If it's within 1 same company, I don't see why if you “I'd like to be able to form a new sub-circle in collaboration with that other entity and cede some control from each founding circle into it” not to further clarify the domains of the two Circles to create a new one? Like instead of “Wine” domain, you clarify the domain by proposing “Provence, Bordeaux, Gascogne Wine” and the other would be “Bourgogne Wine”? Or I'm totally out of subject? A concrete case would be enjoyable, so for example the Eco-System Circle, currently in HolacracyOne's Holarchy, you would like it to be “out” of the Holarchy, or be “integrated” in multiples Holarchies? Thanks in advance for the clarifications.

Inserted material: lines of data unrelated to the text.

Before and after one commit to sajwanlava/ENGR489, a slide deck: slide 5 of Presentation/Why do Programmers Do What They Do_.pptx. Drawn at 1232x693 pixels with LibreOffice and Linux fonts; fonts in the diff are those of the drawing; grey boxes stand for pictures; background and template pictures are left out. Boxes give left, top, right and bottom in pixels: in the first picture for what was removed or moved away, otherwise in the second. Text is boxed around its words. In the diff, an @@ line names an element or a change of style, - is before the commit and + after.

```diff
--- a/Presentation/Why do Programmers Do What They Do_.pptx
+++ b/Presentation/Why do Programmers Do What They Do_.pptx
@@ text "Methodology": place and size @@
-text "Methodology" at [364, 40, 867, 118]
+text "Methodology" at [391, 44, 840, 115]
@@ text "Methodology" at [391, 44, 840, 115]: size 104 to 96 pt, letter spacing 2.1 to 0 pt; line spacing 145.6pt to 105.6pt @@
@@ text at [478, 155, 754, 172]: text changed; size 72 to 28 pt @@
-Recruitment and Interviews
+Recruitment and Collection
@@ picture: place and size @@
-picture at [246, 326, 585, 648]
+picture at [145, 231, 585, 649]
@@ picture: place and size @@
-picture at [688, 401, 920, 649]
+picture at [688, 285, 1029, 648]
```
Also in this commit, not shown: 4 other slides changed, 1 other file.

@LouisChiquet I suspect the main use-case will still be within one company, although across two is also possible. There are certainly many cases where just clarifying the boundary between two sub-circles would meet a need, but this feature is for cases where that doesn't meet the need, such as where those two circles aren't under the same single circle, or where there's no need to bother a broader circle because it's an implementation detail of how a role wants to self-organize. For example, four roles in four totally different circles that all participate in one overarching process together might want to group together in a circle to govern that shared process, while still retaining their autonomy and the rest of their function in the main holarchy. For example, in H1, we have a regular need for our Marketing Maven role to work closely with a few GlassFrog roles, but Marketing Maven is in a different circle (for good reason - there's a lot of connection points for it in that circle too). So, that Marketing Maven role and those GlassFrog roles may want to voluntarily come together to govern something together, such as the process for releasing new features to our user base, so feature releases and marketing communications about them can be better coordinated. While those roles can certainly just meet together operationally and make whatever decisions they want, it's possible they may want more than this - they may want to voluntarily subject themselves to a governance process with the other roles, in exchange for the other roles doing the same, for the mutual benefit of the parties.

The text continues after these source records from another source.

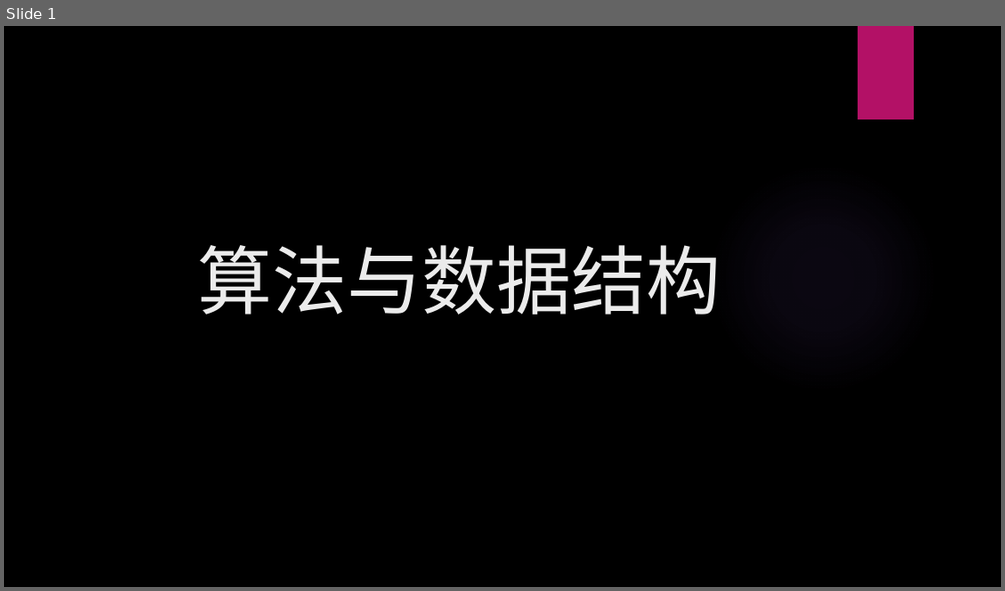
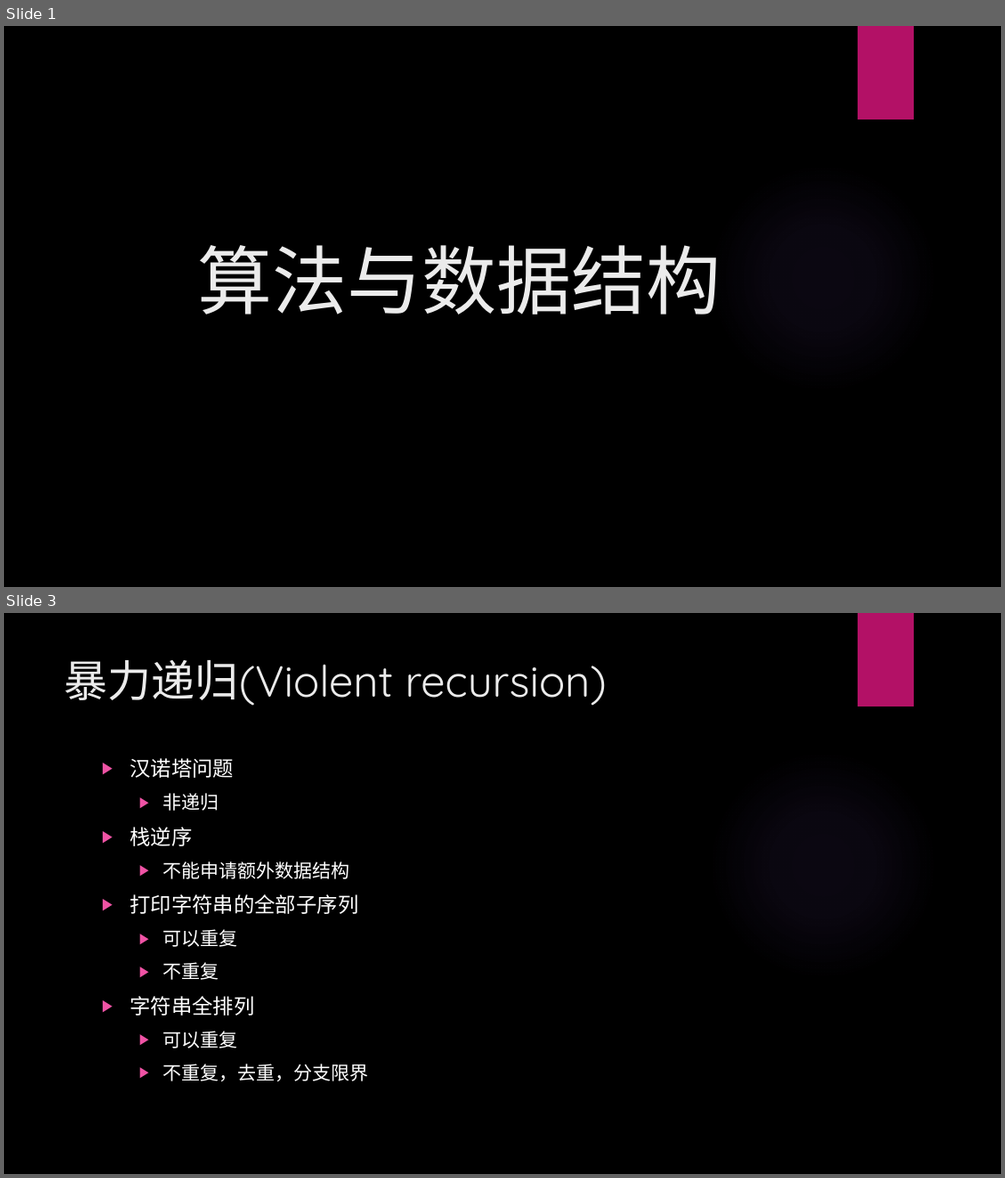
Before and after one commit to yyfst/DataStructureAlgorithm, a slide deck: 算法与数据结构.pptx. Shown one above the other, each under a label of ours: slide 1 before the commit, slides 1 and 3 after it; the slides between them are not shown. The pictures are 1005x591 and 1005x1178 pixels, drawn with LibreOffice and Linux fonts; fonts in the diff are those of the drawing; background and template pictures are left out. Boxes give left, top, right and bottom in pixels: in the first picture for what was removed or moved away, otherwise in the second. Text is boxed around its words. In the diff, an @@ line names an element or a change of style, - is before the commit and + after.

Commit message:
暴力递归--01背包问题

```diff
--- a/算法与数据结构.pptx
+++ b/算法与数据结构.pptx
@@ slide 3 added at bbox=[4, 613, 1001, 1174], background picture (left out); not listed: 2 template elements that a slide beside it also shows @@
@@ title added at bbox=[65, 660, 607, 706], 42 pt, text #EBEBEB @@
+暴力递归(Violent recursion)
@@ text added at bbox=[129, 758, 368, 1081], 18 pt, text #FFFFFF @@
+▶ 汉诺塔问题
+  ▶ 非递归
+  ▶ 栈逆序
+  ▶ 不能申请额外数据结构
+  ▶ 打印字符串的全部子序列
+  ▶ 可以重复
+  ▶ 不重复
+  ▶ 字符串全排列
+  ▶ 可以重复
+  ▶ 不重复，去重，分支限界
```
Also in this commit, not shown: 1 slide changed, 2 other slides added.

My current thinking for implementing this: Allow a group of roles to form a Circle (with no Super-Circle and no Circle Leads) by mutual agreement of the roles (no governance required for this part); each of the roles is then automatically invited to show up in the new circle. The agreement to form it needs to clarify the purpose of the circle and any domains on what it can govern, from among what the founding roles already control. Then, the new circle can govern those domains for that purpose, and govern the founding roles linked in via policies (not by editing them), or create its own new roles. Any of the founding roles can withdraw from the agreement that formed the circle at any point, at which point anything they delegated to that new circle to control is automatically and immediately undelegated, and any policies of that new circle no longer apply to them; and the new circle can't limit this right (although a Policy in the role's originating circle can).
Thoughts? What am I missing or not thinking of here?
The fact of being able to do tactical meetings with any role of the org and on the regular basis you want doesn't solve this? Knowing that the 1.5 allows to invite external roles to Governance meetings, so that would allow for instance automatically invite the said roles you want to specific Governance meetings you organise to impact both Circles in both ways?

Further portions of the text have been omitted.